知事表明で着工容認へ──「これからが本番」と県
静岡県の鈴木康友知事は7月7日、県議会の全員協議会で、JR東海が計画するリニア中央新幹線の静岡工区について、着工を容認する方針を正式に表明した。県は7月18日にJR東海と、着工許可に相当する「県自然環境保全条例」に基づく協定を締結する予定としている。知事は説明会や専門部会の審議状況を踏まえ、協定の締結可否を総合的に判断したと述べた。
静岡工区は南アルプストンネルの一部にあたり、トンネル総延長約25キロのうち県内部分は8.9キロに及ぶ。隣接する長野工区では地表からトンネルまでの深さが最大で1400メートルに達するとされ、工事は「最難関」の一つと位置づけられている。2017年当時、川勝平太前知事は水資源への懸念から着工を認めない判断を示し、工期・開業時期は大幅に遅延していた。
経緯と県側の判断材料
鈴木知事は、着工容認の判断に当たり「県民への説明状況」と「工事に必要な法令上の手続状況」の両面を重視したと説明した。具体的には、今年3月に県の有識者専門部会がJR東海の示した対策案を全て了承したこと、その後6月下旬までに流域住民への説明会が実施されたことを判断材料に挙げた。
説明会は5月26日から6月22日にかけて計22回開催され、JR東海の報告では延べ1,137人が参加した。県職員も同席する形での説明が繰り返され、参加者からは対策や説明の充実を評価する声があったことが知事発言で紹介された。一方で、水資源への不安や懸念を持つ住民が依然として存在することも知事は認め、県として徹底的に対応すると強調した。
「県民や流域自治体、関係団体の理解は着実に進み、協定を締結できる段階にきたと判断した。水資源への影響などについて、依然として不安や懸念を抱えている方がいる。県として徹底的に応えていく」
住民や流域への影響と今後の対応
静岡工区の着工容認は、地域住民や利水団体にとって生活用水や農業用水の安定供給に関わる重要事項だ。県は協定締結によってJR東海に対し自然環境保全措置の履行を求める枠組みを明確にするが、住民が懸念する事柄に対する実効性のある監視・検証体制と、万一の影響が表面化した際の補償や代替措置がどのように運用されるかが焦点となる。
県が示した今後の対応としては以下が想定される:
- 7月18日の協定締結後、協定に基づく詳細な環境保全措置と監視体制の公開
- 利水団体や流域自治体との継続的な協議・情報共有
- 工事中および工事後の影響を評価するための第三者評価や定期報告の実施
協定締結後、JR東海は手続きが整い次第工事に着手する意向を示している。県議会での説明では、住民説明や専門部会の了承を踏まえた判断であることが繰り返し示されたが、地元の理解が完全に得られているとは言えない状況が続いている。
過去の対立と今回の変化
静岡工区を巡る対立は長期化してきた。2017年に当時の川勝前知事が着工認可を否定して以降、JR東海は計画の先行き不透明化を余儀なくされ、開業予定時期の見直しを迫られてきた。今回の鈴木知事の表明は、県の立場を転換させるものであり、国やJR東海、流域自治体を含む関係者間の調整が一段と進む契機となる。
| 項目 | 内容 |
|---|---|
| 静岡工区の県内延長 | 8.9km |
| 南アルプストンネル総延長 | 約25km(参考) |
| 専門部会の対応 | 2026年3月にJR案を了承 |
| 説明会開催期間 | 5月26日〜6月22日(22回) |
| 説明会参加者数(延べ) | 1,137人 |
地域の視点――住民にとって何が変わるか
着工容認は、地元経済や雇用面での期待を持つ層と、水利や環境保全を優先する層の間で評価が分かれる。工事着手に伴い、以下のような具体的な影響が想定される。
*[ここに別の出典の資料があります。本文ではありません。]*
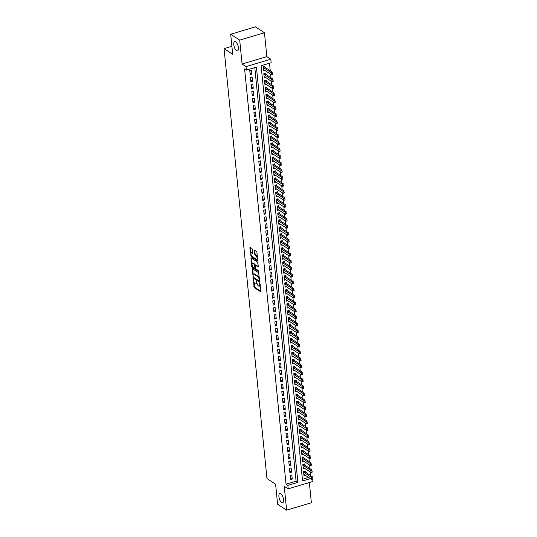 <?xml version="1.0" encoding="UTF-8"?>
<svg xmlns="http://www.w3.org/2000/svg" width="537" height="537" viewBox="0 0 537 537"><rect width="100%" height="100%" fill="white"/><g stroke="black" fill="none" stroke-linecap="round" stroke-linejoin="round"><path stroke-width="0.81" d="M253.242 279.086L254.189 287.597L260.7 291.792L260.109 284.026L259.713 283.361L259.707 284.644A2.396 0.967 -106.6 0 1 259.264 286.201A2.396 0.967 -106.6 0 1 258.8 286.1L258.27 285.751A2.396 0.967 -106.6 0 1 256.914 282.818L256.525 281.234L256.424 282.496A2.396 0.967 -106.6 0 1 255.974 284.053A2.396 0.967 -106.6 0 1 255.511 283.945L254.981 283.603A2.396 0.967 -106.6 0 1 253.632 280.67L253.242 279.086M236.548 50.713A4.887 1.973 -106.6 0 0 237.495 50.921A4.887 1.973 -106.6 0 0 238.253 46.726A4.887 1.973 -106.6 0 0 235.656 41.779A4.887 1.973 -106.6 0 0 234.709 41.564A4.887 1.973 -106.6 0 0 233.951 45.759A4.887 1.973 -106.6 0 0 236.548 50.713M281.65 502.598A4.887 1.973 -106.6 0 0 282.603 502.813A4.887 1.973 -106.6 0 0 283.355 498.618A4.887 1.973 -106.6 0 0 280.764 493.671A4.887 1.973 -106.6 0 0 279.811 493.456A4.887 1.973 -106.6 0 0 279.059 497.651A4.887 1.973 -106.6 0 0 281.65 502.598M252.37 249.369L251.947 248.45L250.161 247.282L249.88 247.738L251.108 256.74L257.619 260.928L256.948 252.363L256.525 251.444L254.229 250L254.431 253.947L255.921 255.565A2 0.805 -106.6 0 1 256.988 257.592A2 0.805 -106.6 0 1 256.679 259.317A2 0.805 -106.6 0 1 256.29 259.23L252.101 256.491A2 0.805 -106.6 0 1 251.034 254.457A2 0.805 -106.6 0 1 251.343 252.739A2 0.805 -106.6 0 1 251.732 252.826L252.578 253.316L252.719 252.826L252.37 249.369M230.695 34.227L255.451 26.85L264.452 32.737L239.697 40.114L230.695 34.227L232.696 54.291L224.05 48.639L266.963 478.548L275.609 484.199L277.609 504.263L286.617 510.15L284.227 486.247L288.188 488.838L287.845 485.347L286.04 484.173L244.597 68.917L246.396 70.099L246.047 66.608L270.802 59.231L271.151 62.722L261.116 65.709L302.559 480.957L310.42 478.621M239.697 40.114L242.086 64.017L246.047 66.608M252.289 268.587L253.236 278.045L259.747 282.234L258.653 272.749L252.289 268.587M252.397 266.037L251.752 266.473L251.081 257.908L257.592 262.096L258.357 266.473L255.914 265.117M258.324 266.855L258.357 266.473M258.075 266.929L255.35 265.204L255.437 267.99L255.86 268.903L258.545 270.661L258.74 271.641L252.168 267.392L251.752 266.473M286.617 510.15L311.373 502.773L309.352 482.528M264.942 67.414L264.815 66.125L263.143 66.628L263.56 70.81L264.822 70.434M265.64 74.395L265.506 73.106L263.835 73.603L264.258 77.791L265.52 77.415M266.332 81.369L266.204 80.087L264.533 80.584L264.949 84.772L266.211 84.396M267.03 88.35L266.902 87.068L265.231 87.565L265.647 91.753L266.909 91.377M267.728 95.331L267.601 94.042L265.929 94.539L266.345 98.727L267.607 98.352M268.426 102.305L268.299 101.023L266.62 101.52L267.043 105.708L268.305 105.333M269.118 109.286L268.99 108.004L267.319 108.501L267.735 112.689L269.003 112.314M269.816 116.267L269.688 114.978L268.017 115.482L268.433 119.664L269.695 119.288M270.514 123.248L270.386 121.959L268.715 122.456L269.131 126.645L270.393 126.269M271.212 130.222L271.084 128.94L269.413 129.437L269.829 133.626L271.091 133.25M271.91 137.204L271.776 135.915L270.104 136.418L270.527 140.607L271.789 140.224M272.601 144.185L272.474 142.896L270.802 143.392L271.219 147.581L272.481 147.205M273.299 151.159L273.172 149.877L271.5 150.373L271.917 154.562L273.179 154.186M273.998 158.14L273.87 156.858L272.199 157.354L272.615 161.543L273.877 161.167M274.696 165.121L274.568 163.832L272.89 164.335L273.313 168.517L274.575 168.141M275.387 172.095L275.259 170.813L273.588 171.31L274.004 175.498L275.266 175.122M276.085 179.076L275.958 177.794L274.286 178.291L274.702 182.479L275.964 182.103M276.783 186.057L276.656 184.768L274.984 185.272L275.4 189.454L276.662 189.078M277.481 193.038L277.354 191.749L275.676 192.246L276.099 196.435L277.361 196.059M278.179 200.012L278.045 198.73L276.374 199.227L276.797 203.416L278.059 203.04M278.871 206.993L278.743 205.705L277.072 206.208L277.488 210.397L278.75 210.021M279.569 213.974L279.441 212.686L277.77 213.182L278.186 217.371L279.448 216.995M280.267 220.949L280.139 219.667L278.468 220.163L278.884 224.352L280.146 223.976M280.965 227.93L280.838 226.648L279.159 227.144L279.582 231.333L280.844 230.957M281.656 234.911L281.529 233.622L279.858 234.125L280.274 238.307L281.536 237.931M282.355 241.885L282.227 240.603L280.556 241.1L280.972 245.288L282.234 244.912M283.053 248.866L282.925 247.584L281.254 248.081L281.67 252.269L282.932 251.893M283.751 255.847L283.623 254.558L281.945 255.062L282.368 259.243L283.63 258.868M284.449 262.828L284.315 261.539L282.643 262.036L283.066 266.224L284.328 265.849M285.14 269.802L285.013 268.52L283.341 269.017L283.758 273.205L285.019 272.83M285.838 276.783L285.711 275.494L284.039 275.998L284.456 280.186L285.718 279.811M286.536 283.764L286.409 282.475L284.738 282.972L285.154 287.161L286.416 286.785M287.235 290.739L287.107 289.456L285.429 289.953L285.852 294.142L287.114 293.766M287.926 297.72L287.798 296.437L286.127 296.934L286.543 301.123L287.805 300.747M288.624 304.701L288.497 303.412L286.825 303.915L287.241 308.097L288.503 307.721M289.322 311.675L289.195 310.393L287.523 310.889L287.939 315.078L289.201 314.702M290.02 318.656L289.893 317.374L288.215 317.87L288.637 322.059L289.899 321.683M290.718 325.637L290.584 324.348L288.913 324.851L289.336 329.04L290.598 328.657M291.41 332.618L291.282 331.329L289.611 331.826L290.027 336.014L291.289 335.638M292.108 339.592L291.98 338.31L290.309 338.807L290.725 342.995L291.987 342.619M292.806 346.573L292.678 345.291L291.007 345.788L291.423 349.976L292.685 349.6M293.504 353.554L293.377 352.265L291.698 352.762L292.121 356.951L293.383 356.575M294.195 360.528L294.068 359.246L292.397 359.743L292.813 363.932L294.075 363.556M294.894 367.509L294.766 366.227L293.095 366.724L293.511 370.913L294.773 370.537M295.592 374.49L295.464 373.202L293.793 373.705L294.209 377.887L295.471 377.511M296.29 381.471L296.162 380.183L294.484 380.679L294.907 384.868L296.169 384.492M296.988 388.446L296.854 387.164L295.182 387.66L295.598 391.849L296.867 391.473M297.679 395.427L297.552 394.138L295.88 394.641L296.296 398.83L297.558 398.447M298.377 402.408L298.25 401.119L296.578 401.616L296.995 405.804L298.257 405.428M299.075 409.382L298.948 408.1L297.276 408.597L297.693 412.785L298.955 412.409M299.774 416.363L299.646 415.081L297.968 415.578L298.391 419.766L299.653 419.39M300.465 423.344L300.337 422.055L298.666 422.559L299.082 426.74L300.344 426.365M301.163 430.318L301.035 429.036L299.364 429.533L299.78 433.721L301.042 433.346M301.861 437.299L301.734 436.017L300.062 436.514L300.478 440.702L301.74 440.327M302.559 444.28L302.432 442.991L300.754 443.495L301.176 447.677L302.438 447.301M303.257 451.261L303.123 449.972L301.452 450.469L301.868 454.658L303.137 454.282M303.949 458.236L303.821 456.953L302.15 457.45L302.566 461.639L303.828 461.263M304.647 465.217L304.519 463.928L302.848 464.431L303.264 468.62L304.526 468.244M290.161 475.399L290.577 479.581L292.249 479.085L291.833 474.896L290.161 475.399M289.463 468.418L289.879 472.607L291.557 472.104L291.135 467.922L289.463 468.418M288.765 461.437L289.188 465.626L290.859 465.129L290.443 460.941L288.765 461.437M288.074 454.456L288.49 458.645L290.161 458.148L289.745 453.96L288.074 454.456M287.376 447.482L287.792 451.671L289.463 451.167L289.047 446.979L287.376 447.482M286.677 440.501L287.094 444.69L288.772 444.193L288.349 440.004L286.677 440.501M285.979 433.52L286.402 437.709L288.074 437.212L287.657 433.023L285.979 433.52M285.288 426.546L285.704 430.728L287.376 430.231L286.959 426.042L285.288 426.546M284.59 419.565L285.006 423.753L286.677 423.25L286.261 419.068L284.59 419.565M283.892 412.584L284.308 416.772L285.979 416.276L285.563 412.087L283.892 412.584M283.194 405.61L283.61 409.791L285.288 409.295L284.865 405.106L283.194 405.61M282.496 398.629L282.918 402.817L284.59 402.314L284.174 398.132L282.496 398.629M281.804 391.648L282.22 395.836L283.892 395.339L283.476 391.151L281.804 391.648M281.106 384.667L281.522 388.855L283.194 388.358L282.777 384.17L281.106 384.667M280.408 377.692L280.824 381.881L282.502 381.377L282.079 377.189L280.408 377.692M279.71 370.711L280.133 374.9L281.804 374.403L281.388 370.215L279.71 370.711M279.018 363.73L279.435 367.919L281.106 367.422L280.69 363.234L279.018 363.73M278.32 356.756L278.737 360.938L280.408 360.441L279.992 356.253L278.32 356.756M277.622 349.775L278.038 353.964L279.71 353.46L279.294 349.278L277.622 349.775M276.924 342.794L277.347 346.983L279.018 346.486L278.596 342.297L276.924 342.794M276.226 335.82L276.649 340.002L278.32 339.505L277.904 335.316L276.226 335.82M275.535 328.839L275.951 333.027L277.622 332.524L277.206 328.342L275.535 328.839M274.837 321.858L275.253 326.046L276.924 325.55L276.508 321.361L274.837 321.858M274.138 314.877L274.555 319.065L276.233 318.569L275.81 314.38L274.138 314.877M273.44 307.902L273.863 312.091L275.535 311.588L275.119 307.399L273.44 307.902M272.749 300.921L273.165 305.11L274.837 304.613L274.42 300.425L272.749 300.921M272.051 293.94L272.467 298.129L274.138 297.632L273.722 293.444L272.051 293.94M271.353 286.966L271.769 291.148L273.44 290.651L273.024 286.463L271.353 286.966M270.655 279.985L271.078 284.174L272.749 283.67L272.326 279.488L270.655 279.985M269.957 273.004L270.38 277.193L272.051 276.696L271.635 272.507L269.957 273.004M269.265 266.023L269.681 270.212L271.353 269.715L270.937 265.526L269.265 266.023M268.567 259.049L268.983 263.237L270.655 262.734L270.239 258.552L268.567 259.049M267.869 252.068L268.285 256.256L269.963 255.76L269.54 251.571L267.869 252.068M267.171 245.087L267.594 249.275L269.265 248.779L268.849 244.59L267.171 245.087M266.48 238.113L266.896 242.294L268.567 241.798L268.151 237.609L266.48 238.113M265.781 231.132L266.198 235.32L267.869 234.823L267.453 230.635L265.781 231.132M265.083 224.151L265.5 228.339L267.178 227.842L266.755 223.654L265.083 224.151M264.385 217.176L264.808 221.358L266.48 220.861L266.057 216.673L264.385 217.176M263.687 210.195L264.11 214.384L265.781 213.88L265.365 209.698L263.687 210.195M262.996 203.214L263.412 207.403L265.083 206.906L264.667 202.718L262.996 203.214M262.298 196.233L262.714 200.422L264.385 199.925L263.969 195.737L262.298 196.233M261.6 189.259L262.016 193.448L263.694 192.944L263.271 188.755L261.6 189.259M260.901 182.278L261.324 186.467L262.996 185.97L262.58 181.781L260.901 182.278M260.21 175.297L260.626 179.486L262.298 178.989L261.881 174.8L260.21 175.297M259.512 168.323L259.928 172.505L261.6 172.008L261.183 167.819L259.512 168.323M258.814 161.342L259.23 165.53L260.908 165.027L260.485 160.845L258.814 161.342M258.116 154.361L258.539 158.549L260.21 158.053L259.787 153.864L258.116 154.361M257.424 147.386L257.841 151.568L259.512 151.072L259.096 146.883L257.424 147.386M256.726 140.405L257.142 144.594L258.814 144.091L258.398 139.909L256.726 140.405M256.028 133.424L256.444 137.613L258.116 137.116L257.7 132.928L256.028 133.424M255.33 126.443L255.746 130.632L257.424 130.135L257.001 125.947L255.33 126.443M254.632 119.469L255.055 123.658L256.726 123.154L256.31 118.966L254.632 119.469M253.941 112.488L254.357 116.677L256.028 116.18L255.612 111.991L253.941 112.488M253.242 105.507L253.659 109.696L255.33 109.199L254.914 105.01L253.242 105.507M252.544 98.533L252.961 102.715L254.639 102.218L254.216 98.029L252.544 98.533M251.846 91.552L252.269 95.74L253.941 95.237L253.518 91.055L251.846 91.552M251.155 84.571L251.571 88.759L253.242 88.263L252.826 84.074L251.155 84.571M250.457 77.59L250.873 81.778L252.544 81.282L252.128 77.093L250.457 77.59M286.04 484.173L296.075 481.179L254.8 67.595M251.846 74.301L251.43 70.119L249.759 70.615L250.175 74.804L251.846 74.301L250.007 73.099M310.688 475.688L310.326 472.03M309.99 468.707L309.627 465.049M309.292 461.733L308.929 458.074M308.6 454.752L308.231 451.093M307.902 447.771L307.533 444.112M307.204 440.796L306.842 437.131M306.506 433.815L306.144 430.157M305.815 426.834L305.446 423.176M305.117 419.853L304.748 416.195M304.419 412.879L304.056 409.221M303.72 405.898L303.358 402.24M303.022 398.917L302.66 395.259M302.331 391.943L301.962 388.278M301.633 384.962L301.264 381.304M300.935 377.981L300.572 374.323M300.237 371.007L299.874 367.342M299.545 364.026L299.176 360.367M298.847 357.045L298.478 353.386M298.149 350.064L297.787 346.405M297.451 343.089L297.089 339.431M296.753 336.108L296.39 332.45M296.062 329.127L295.692 325.469M295.363 322.153L294.994 318.488M294.665 315.172L294.303 311.514M293.967 308.191L293.605 304.533M293.276 301.21L292.907 297.552M292.578 294.236L292.209 290.577M291.88 287.255L291.517 283.596M291.182 280.274L290.819 276.615M290.483 273.299L290.121 269.641M289.792 266.318L289.423 262.66M289.094 259.337L288.725 255.679M288.396 252.363L288.033 248.698M287.698 245.382L287.335 241.724M287.006 238.401L286.637 234.743M286.308 231.42L285.939 227.762M285.61 224.446L285.248 220.788M284.912 217.465L284.55 213.807M284.214 210.484L283.851 206.826M283.523 203.51L283.153 199.851M282.824 196.529L282.455 192.87M282.126 189.548L281.764 185.889M281.428 182.573L281.066 178.908M280.737 175.592L280.368 171.934M280.039 168.611L279.67 164.953M279.341 161.63L278.978 157.972M278.643 154.656L278.28 150.998M277.944 147.675L277.582 144.017M277.253 140.694L276.884 137.036M276.555 133.72L276.193 130.055M275.857 126.739L275.494 123.08M275.159 119.758L274.796 116.099M274.467 112.777L274.098 109.118M273.769 105.802L273.4 102.144M273.071 98.821L272.709 95.163M272.373 91.84L272.011 88.182M271.675 84.866L271.313 81.208M270.984 77.885L270.614 74.227M270.286 70.904L269.514 63.205M302.398 479.299L308.621 477.44M305.345 472.198L305.217 470.909L303.546 471.405L303.962 475.594L305.224 475.218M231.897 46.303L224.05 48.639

- 建設段階での雇用創出や関連産業の受注増加(長期的な地域経済の変動要因)
- トンネル工事に伴う地下水の影響や河川流量の変化に対する監視・補償の必要性
- 地域説明会や協定に基づくモニタリング結果に対する住民のアクセスと検証機能の重要性
県は、着工を容認した段階でも「これからが本番」であると述べ、住民の懸念に応えていく姿勢を示している。協定で定める保全措置がどこまで実効性を持つか、県とJR東海、国、流域関係者がどのように連携して実行に移すかが、今後の焦点となる。
今回の判断は、静岡県の水源や自然環境を巡る長年の議論に一つの区切りをつけるものであり、地域社会に与える影響は大きい。7月18日の協定締結を経て、具体的な監視体制や補償の枠組みがどのように明示されるかを注視する必要がある。